Remember our first time trying to stack them?


----------



## elisabeth_00117 (May 17, 2009)

Or their first hike as a pack?


----------



## Wolfgeist (Dec 4, 2010)

elisabeth_00117 said:


> Remember our first time trying to stack them?
> 
> Getting Zefra to stack... epic fail! - YouTube


Awwwe... crazy Zefra. We still can't stack her to this day... LOL!!!


----------



## elisabeth_00117 (May 17, 2009)

Okay, now I can't stop looking at old baby photo's of the two of them!

This one is too cute!


----------



## Wolfgeist (Dec 4, 2010)

elisabeth_00117 said:


> Or their first hike as a pack?
> 
> Labour Day Hike with the GSD's - YouTube


Awwwwwwwwwwwwe!!!! Oh my gosh, little Hunter.

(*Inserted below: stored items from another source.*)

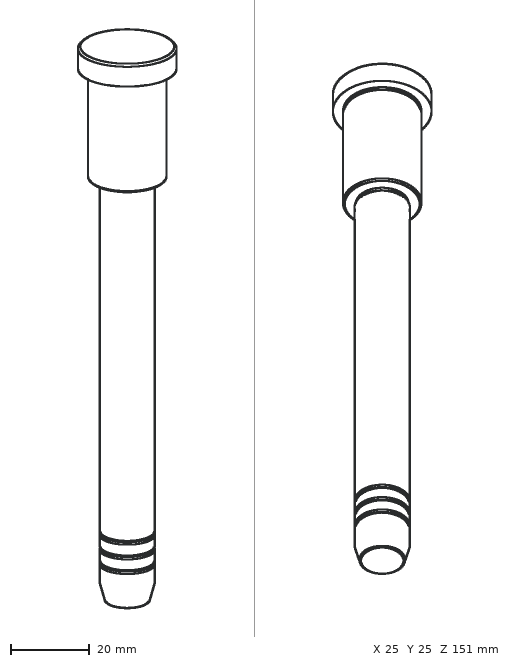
import cadquery as cq
import math

total_length = 151.0

head_diameter = 25.0
head_height = 6.0
head_edge = 0.6

collar_diameter = 20.0
collar_end_depth = 36.0
collar_edge = 0.5

shaft_diameter = 14.0
taper_height = 5.0
taper_angle = 15.0
tip_edge = 0.3

groove_depth = 0.3
head_groove_width = 0.9
collar_groove_width = 1.0
ring_groove_width = 1.0
ring_count = 3
ring_span = 8.0
lowest_ring_height = 10.0

ring_pitch = ring_span / (ring_count - 1)
head_bottom = total_length - head_height
collar_bottom = total_length - collar_end_depth
tip_diameter = shaft_diameter - 2 * taper_height * math.tan(math.radians(taper_angle))


def cylinder(diameter, bottom, top):
    """Upright cylinder on the Z axis between two heights."""
    return cq.Workplane("XY").workplane(offset=bottom).circle(diameter / 2).extrude(top - bottom)


def square_groove(diameter, bottom, width):
    """Ring-shaped cutter with a flat floor."""
    outer_radius = diameter / 2
    return (
        cq.Workplane("XY")
        .workplane(offset=bottom)
        .circle(outer_radius)
        .circle(outer_radius - groove_depth)
        .extrude(width)
    )


def v_groove(diameter, bottom, width):
    """Ring-shaped cutter with a V section, deepest at half its width."""
    outer_radius = diameter / 2
    return (
        cq.Workplane("XZ")
        .moveTo(outer_radius, bottom)
        .lineTo(outer_radius - groove_depth, bottom + width / 2)
        .lineTo(outer_radius, bottom + width)
        .close()
        .revolve(360, (0, 0, 0), (0, 1, 0))
    )


def make_tip():
    """Tapered lead-in with a chamfered end face."""
    cone = (
        cq.Workplane("XY")
        .circle(tip_diameter / 2)
        .workplane(offset=taper_height)
        .circle(shaft_diameter / 2)
        .loft(ruled=True)
    )
    return cone.faces("<Z").edges().chamfer(tip_edge)


def make_shaft():
    """Shaft with a relief groove below the collar and ring grooves above the tip."""
    shaft = cylinder(shaft_diameter, taper_height, collar_bottom)
    relief_bottom = collar_bottom - collar_groove_width
    shaft = shaft.cut(square_groove(shaft_diameter, relief_bottom, collar_groove_width))
    for index in range(ring_count):
        ring_bottom = lowest_ring_height + index * ring_pitch
        shaft = shaft.cut(v_groove(shaft_diameter, ring_bottom, ring_groove_width))
    return shaft


def make_collar():
    """Collar with a chamfered lower rim and a groove against the head."""
    collar = cylinder(collar_diameter, collar_bottom, head_bottom)
    collar = collar.faces("<Z").edges().chamfer(collar_edge)
    relief_bottom = head_bottom - head_groove_width
    return collar.cut(v_groove(collar_diameter, relief_bottom, head_groove_width))


def make_head():
    """Head disc with a chamfered top rim."""
    head = cylinder(head_diameter, head_bottom, total_length)
    return head.faces(">Z").edges().chamfer(head_edge)


result = make_tip().union(make_shaft()).union(make_collar()).union(make_head())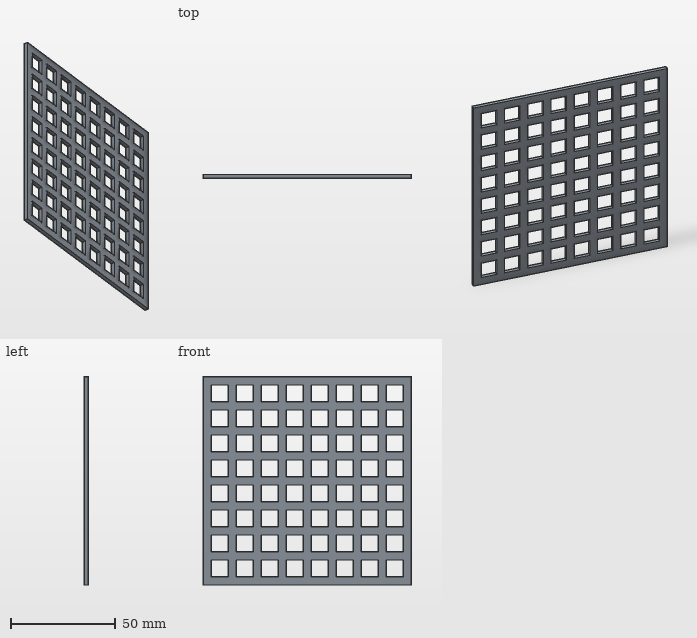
import cadquery as cq

plate_side = 100.0
plate_thickness = 2.0
holes_per_side = 8
bar_width = 4.0

hole_side = (plate_side - (holes_per_side + 1) * bar_width) / holes_per_side
hole_pitch = hole_side + bar_width


def make_plate():
    """Solid plate centred on the origin."""
    return cq.Workplane("XY").box(plate_side, plate_thickness, plate_side)


def cut_hole_grid(plate):
    """Cut the square grid of square holes through the full thickness."""
    return (
        plate.faces("<Y")
        .workplane(centerOption="CenterOfMass")
        .rarray(hole_pitch, hole_pitch, holes_per_side, holes_per_side)
        .rect(hole_side, hole_side)
        .cutThruAll()
    )


result = cut_hole_grid(make_plate())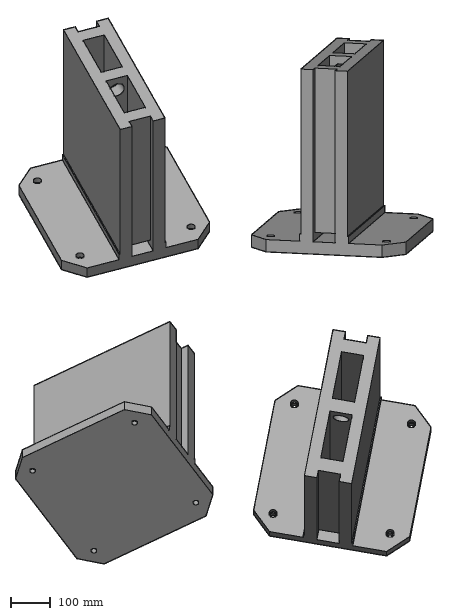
import cadquery as cq

plate_size = 400
plate_thickness = 32
corner_cut = 50

anchor_spacing = 300
anchor_diameter = 14
counterbore_diameter = 20
counterbore_depth = 15

total_height = 475
wall_thickness = 121
foot_thickness = 127
foot_height = 18

void_width = 57
channel_depth = 20
web_thickness = 35
web_count = 3
cell_count = web_count - 1

passage_height = 20

link_diameter = 40
link_drop = 40

wall_height = total_height - plate_thickness
cell_length = (plate_size - 2 * channel_depth - web_count * web_thickness) / cell_count
cell_x = (cell_length + web_thickness) / 2
passage_length = channel_depth + web_thickness
passage_x = (plate_size - passage_length) / 2
channel_x = (plate_size - channel_depth) / 2


def block_on_plate(length, width, height, x=0):
    """Box centred on the wall line at x, standing on the plate's top face."""
    box = cq.Workplane("XY").box(length, width, height, centered=(True, True, False))
    return box.translate((x, 0, plate_thickness))


def base_plate():
    plate = cq.Workplane("XY").box(plate_size, plate_size, plate_thickness, centered=(True, True, False))
    plate = plate.edges("|Z").chamfer(corner_cut)
    return (
        plate.faces(">Z")
        .workplane()
        .rect(anchor_spacing, anchor_spacing, forConstruction=True)
        .vertices()
        .cboreHole(anchor_diameter, counterbore_diameter, counterbore_depth)
    )


def upright():
    wall = block_on_plate(plate_size, wall_thickness, wall_height)
    foot = block_on_plate(plate_size, foot_thickness, foot_height)
    return wall.union(foot)


def cut_wall_voids(body):
    for side in (-1, 1):
        body = body.cut(block_on_plate(channel_depth, void_width, wall_height, side * channel_x))
        body = body.cut(block_on_plate(cell_length, void_width, wall_height, side * cell_x))
        body = body.cut(block_on_plate(passage_length, void_width, passage_height, side * passage_x))
    return body


def cut_link_hole(body):
    drill = (
        cq.Workplane("YZ", origin=(-web_thickness / 2, 0, total_height - link_drop))
        .circle(link_diameter / 2)
        .extrude(web_thickness)
    )
    return body.cut(drill)


result = base_plate().union(upright())
result = cut_wall_voids(result)
result = cut_link_hole(result)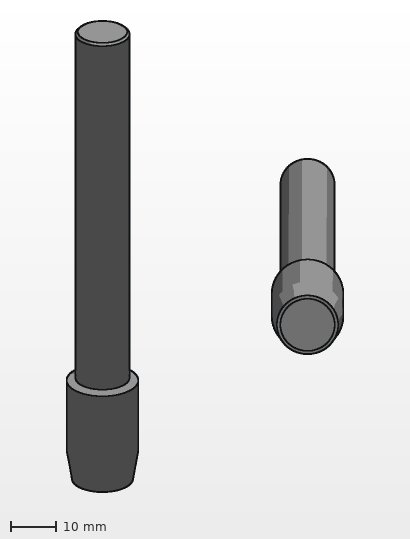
import cadquery as cq

TOTAL_LENGTH = 110.0

SLEEVE_DIAMETER = 15.8
SLEEVE_LENGTH = 24.9
TAPER_LENGTH = 6.9
TAPER_END_DIAMETER = 13.5
SHOULDER_HEIGHT = 0.7

ROD_DIAMETER = 12.0
ROD_TOP_CHAMFER = 0.5


def make_rod():
    """Plain round rod with a chamfered top edge."""
    return (
        cq.Workplane("XY")
        .circle(ROD_DIAMETER / 2)
        .extrude(TOTAL_LENGTH)
        .faces(">Z")
        .chamfer(ROD_TOP_CHAMFER)
    )


def make_sleeve():
    """Collar turned from a half profile, with a bore that fits the rod."""
    bore_radius = ROD_DIAMETER / 2
    outer_radius = SLEEVE_DIAMETER / 2
    profile = (
        cq.Workplane("XZ")
        .moveTo(bore_radius, 0)
        .lineTo(TAPER_END_DIAMETER / 2, 0)
        .lineTo(outer_radius, TAPER_LENGTH)
        .lineTo(outer_radius, SLEEVE_LENGTH - SHOULDER_HEIGHT)
        .lineTo(bore_radius, SLEEVE_LENGTH)
        .close()
    )
    return profile.revolve(360, (0, 0, 0), (0, 1, 0))


rod = make_rod()
sleeve = make_sleeve()

result = cq.Compound.makeCompound([rod.val(), sleeve.val()])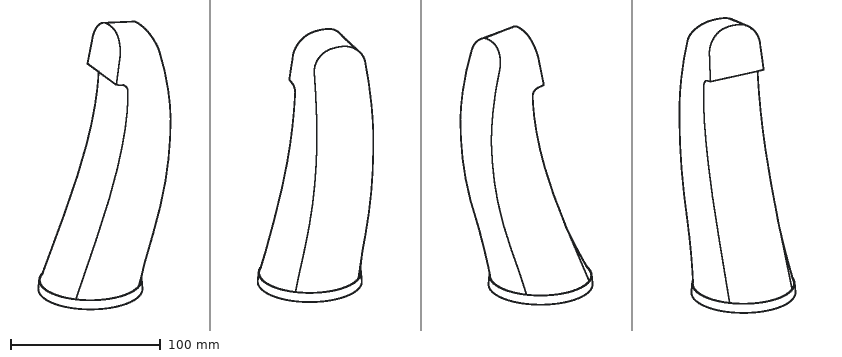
import cadquery as cq
import math

RING_BOTTOM_RADIUS = 35.0
RING_TOP_RADIUS = 34.3
RING_HEIGHT = 6.5

STEM_RADIUS = 33.8
NECK_Z = 122.0
NECK_HALF_WIDTH = 21.5
NECK_FRONT_Y = 15.0
NECK_BACK_Y = 49.5
STEM_CORNER = STEM_RADIUS * math.sqrt(0.5)

MIDDLE_SECTIONS = [
    (34.0, 23.2, 29.8, -12.8, -18.7, 32.6, 39.0),
    (64.2, 22.6, 26.5, -1.1, -4.3, 41.9, 44.3),
    (92.5, 22.0, 23.8, 8.1, 7.0, 47.4, 48.0),
]

NECK_FRONT_BULGE = (16.6, 135.0)
NOTCH_START = (17.4, 147.7)
NOTCH_MIDDLE = (16.0, 151.5)
NOTCH_END = (12.6, 153.4)
LIP = (8.7, 154.3)
FRONT_TOP = (14.7, 188.7)
BACK_TOP_Y = 37.7
BACK_BULGE = (46.8, 150.0)
CROWN_SLOPE = math.radians(10)
BACK_TOP = (BACK_TOP_Y, FRONT_TOP[1] - (BACK_TOP_Y - FRONT_TOP[0]) * math.tan(CROWN_SLOPE))

SIDE_BULGE = (20.5, 151.0)
SHOULDER_HALF_WIDTH = 19.5
SHOULDER_Z = 171.3
CROWN_LOWER = (16.6, 0.57)
CROWN_UPPER = (10.4, 0.89)
OUTLINE_FRONT_Y = 0.0
OUTLINE_BACK_Y = 56.6


def make_ring():
    """Low tapered disc under the stem."""
    return (
        cq.Workplane("XY")
        .circle(RING_BOTTOM_RADIUS)
        .workplane(offset=RING_HEIGHT)
        .circle(RING_TOP_RADIUS)
        .loft(ruled=True)
    )


def stem_section(z, corner_x, side_x, front_corner_y, front_y, back_corner_y, back_y):
    """Closed wire of four arcs joining the four corners of the stem at height z."""
    middle_y = (front_corner_y + back_corner_y) / 2
    return (
        cq.Workplane("XY", origin=(0, 0, z))
        .moveTo(-corner_x, front_corner_y)
        .threePointArc((0, front_y), (corner_x, front_corner_y))
        .threePointArc((side_x, middle_y), (corner_x, back_corner_y))
        .threePointArc((0, back_y), (-corner_x, back_corner_y))
        .threePointArc((-side_x, middle_y), (-corner_x, front_corner_y))
        .close()
        .val()
    )


def neck_section():
    """Rectangular wire at the top of the stem."""
    return (
        cq.Workplane("XY", origin=(0, 0, NECK_Z))
        .moveTo(-NECK_HALF_WIDTH, NECK_FRONT_Y)
        .lineTo(NECK_HALF_WIDTH, NECK_FRONT_Y)
        .lineTo(NECK_HALF_WIDTH, NECK_BACK_Y)
        .lineTo(-NECK_HALF_WIDTH, NECK_BACK_Y)
        .close()
        .val()
    )


def make_stem():
    """Smooth loft from the round foot to the rectangular neck."""
    foot = stem_section(
        RING_HEIGHT, STEM_CORNER, STEM_RADIUS, -STEM_CORNER, -STEM_RADIUS, STEM_CORNER, STEM_RADIUS
    )
    middle = [stem_section(*section) for section in MIDDLE_SECTIONS]
    return cq.Workplane(cq.Solid.makeLoft([foot, *middle, neck_section()]))


def head_profile():
    """Side profile of the head with the notch under its lip, extruded across the neck width."""
    return (
        cq.Workplane("YZ")
        .moveTo(NECK_FRONT_Y, NECK_Z)
        .threePointArc(NECK_FRONT_BULGE, NOTCH_START)
        .threePointArc(NOTCH_MIDDLE, NOTCH_END)
        .lineTo(*LIP)
        .lineTo(*FRONT_TOP)
        .lineTo(*BACK_TOP)
        .threePointArc(BACK_BULGE, (NECK_BACK_Y, NECK_Z))
        .close()
        .extrude(NECK_HALF_WIDTH, both=True)
    )


def head_outline(y):
    """Rounded outline of the head at depth y; the crown falls toward the back."""
    crown_z = FRONT_TOP[1] - (y - FRONT_TOP[0]) * math.tan(CROWN_SLOPE)
    rise = crown_z - SHOULDER_Z
    right = [(x, SHOULDER_Z + share * rise) for x, share in (CROWN_LOWER, CROWN_UPPER)]
    left = [(-x, z) for x, z in reversed(right)]
    crown = [*right, (0, crown_z), *left, (-SHOULDER_HALF_WIDTH, SHOULDER_Z)]
    side_x, side_z = SIDE_BULGE
    return (
        cq.Workplane("XZ", origin=(0, y, 0))
        .moveTo(-NECK_HALF_WIDTH, NECK_Z)
        .lineTo(NECK_HALF_WIDTH, NECK_Z)
        .threePointArc((side_x, side_z), (SHOULDER_HALF_WIDTH, SHOULDER_Z))
        .spline(crown, includeCurrent=True)
        .threePointArc((-side_x, side_z), (-NECK_HALF_WIDTH, NECK_Z))
        .close()
        .val()
    )


def make_head():
    """Side profile trimmed to the rounded, tapering outline."""
    outlines = [head_outline(OUTLINE_FRONT_Y), head_outline(OUTLINE_BACK_Y)]
    envelope = cq.Workplane(cq.Solid.makeLoft(outlines, True))
    return head_profile().intersect(envelope)


ring = make_ring()
spout = make_stem().union(make_head())

result = cq.Compound.makeCompound([ring.val(), *spout.solids().vals()])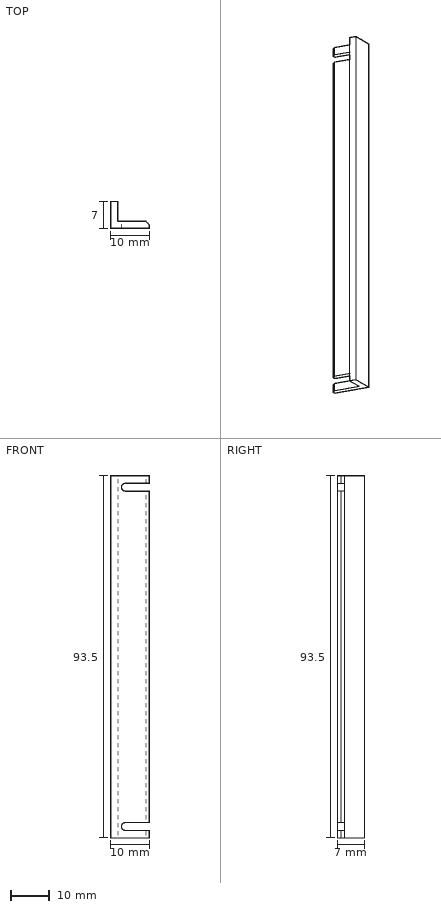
import cadquery as cq

length = 93.5
front_width = 10.0
side_depth = 7.0
thickness = 1.9
edge_chamfer_x = 0.9
edge_chamfer_y = 0.9

slot_width = 2.0
slot_center_from_end = 3.0
slot_closed_end_x = 2.8


def angle_strip():
    """L-shaped section with a bevel on the inner free edge of the front leg."""
    return (
        cq.Workplane("XY")
        .moveTo(0, 0)
        .lineTo(front_width, 0)
        .lineTo(front_width, thickness - edge_chamfer_y)
        .lineTo(front_width - edge_chamfer_x, thickness)
        .lineTo(thickness, thickness)
        .lineTo(thickness, side_depth)
        .lineTo(0, side_depth)
        .close()
        .extrude(length)
    )


def mounting_slot(center_z):
    """Round-ended slot through the front leg, open at its free edge."""
    radius = slot_width / 2
    arc_center_x = slot_closed_end_x + radius
    return (
        cq.Workplane("XZ")
        .moveTo(front_width, center_z - radius)
        .lineTo(arc_center_x, center_z - radius)
        .threePointArc((slot_closed_end_x, center_z), (arc_center_x, center_z + radius))
        .lineTo(front_width, center_z + radius)
        .close()
        .extrude(-thickness)
    )


result = angle_strip()
for slot_z in (slot_center_from_end, length - slot_center_from_end):
    result = result.cut(mounting_slot(slot_z))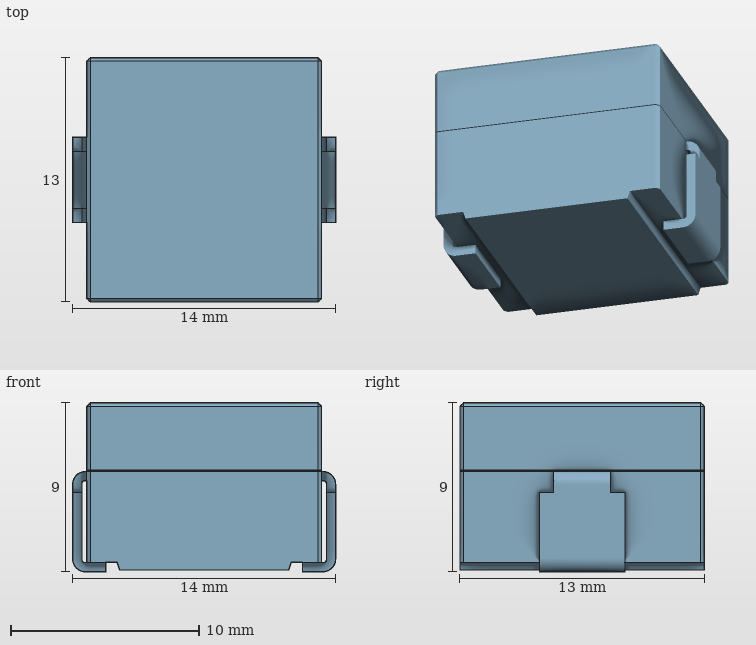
import cadquery as cq

span_x = 14.0
core_x = 12.5
core_y = 13.0
top_z = 9.0
edge_chamfer = 0.2

seam_z = 5.35
seam_gap = 0.05

strip_thickness = 0.5
bend_outer_radius = 0.7
bend_inner_radius = 0.14
foot_length = 1.78
shoulder_z = 4.23
terminal_width = 4.55
neck_width = 3.02

standoff = 0.1
recess_z = strip_thickness
pad_root_x = 9.27
pad_face_x = 9.0


def core_block(bottom_z, upper_z):
    """Rectangular core block with sharp edges."""
    return (
        cq.Workplane("XY", origin=(0, 0, bottom_z))
        .rect(core_x, core_y)
        .extrude(upper_z - bottom_z)
    )


def make_upper_core():
    """Cap whose top and vertical edges are all chamfered."""
    return core_block(seam_z + seam_gap, top_z).edges("|Z or >Z").chamfer(edge_chamfer)


def make_lower_core():
    """Block with chamfered vertical edges and a tapered pad along its whole underside in Y."""
    pad_profile = [
        (-pad_root_x / 2, recess_z),
        (-pad_face_x / 2, standoff),
        (pad_face_x / 2, standoff),
        (pad_root_x / 2, recess_z),
    ]
    pad = cq.Workplane("XZ").polyline(pad_profile).close().extrude(core_y / 2, both=True)
    return core_block(recess_z, seam_z).edges("|Z").chamfer(edge_chamfer).union(pad)


def make_terminal():
    """C-shaped strip on the -X side: neck against the core, upright plate, foot under the core."""
    outer_x = -span_x / 2
    inner_x = outer_x + strip_thickness
    foot_end_x = outer_x + foot_length
    core_face_x = -core_x / 2

    strip = (
        cq.Workplane("XZ")
        .moveTo(foot_end_x, 0)
        .lineTo(outer_x + bend_outer_radius, 0)
        .radiusArc((outer_x, bend_outer_radius), bend_outer_radius)
        .lineTo(outer_x, seam_z - bend_outer_radius)
        .radiusArc((outer_x + bend_outer_radius, seam_z), bend_outer_radius)
        .lineTo(core_face_x, seam_z)
        .lineTo(core_face_x, seam_z - strip_thickness)
        .lineTo(inner_x + bend_inner_radius, seam_z - strip_thickness)
        .radiusArc((inner_x, seam_z - strip_thickness - bend_inner_radius), -bend_inner_radius)
        .lineTo(inner_x, strip_thickness + bend_inner_radius)
        .radiusArc((inner_x + bend_inner_radius, strip_thickness), -bend_inner_radius)
        .lineTo(foot_end_x, strip_thickness)
        .close()
        .extrude(terminal_width / 2, both=True)
    )

    outline = [
        (-terminal_width / 2, 0),
        (terminal_width / 2, 0),
        (terminal_width / 2, shoulder_z),
        (neck_width / 2, shoulder_z),
        (neck_width / 2, seam_z),
        (-neck_width / 2, seam_z),
        (-neck_width / 2, shoulder_z),
        (-terminal_width / 2, shoulder_z),
    ]
    silhouette = cq.Workplane("YZ").polyline(outline).close().extrude(outer_x)
    return strip.intersect(silhouette)


upper_core = make_upper_core()
lower_core = make_lower_core()
terminals = [make_terminal().rotate((0, 0, 0), (0, 0, 1), angle) for angle in (0, 180)]

result = cq.Compound.makeCompound(
    [upper_core.val(), lower_core.solids().val(), *[terminal.solids().val() for terminal in terminals]]
)

Poor Stark.. raising two puppies at once. LOL!


----------



## Wolfgeist (Dec 4, 2010)

elisabeth_00117 said:


> Okay, now I can't stop looking at old baby photo's of the two of them!
> 
> This one is too cute!
> 
> Zefra at the water park - YouTube


Oh my gosh.. sitting here tearing up over my little man... such a small pup turned out to be such a big hunk. EESH! My puppy fever is out of control right now. September can't come fast enough!


----------



## elisabeth_00117 (May 17, 2009)

I know right! Poor STARKY!

Having to deal with 2 high drived, out of control puppies! No wonder he is tired all the time!  He's recoup-orating and readying himself for the next ones! 

I can't believe how tiny they were, and how FUN! They still are but now it's a controlled fun... LOL.


----------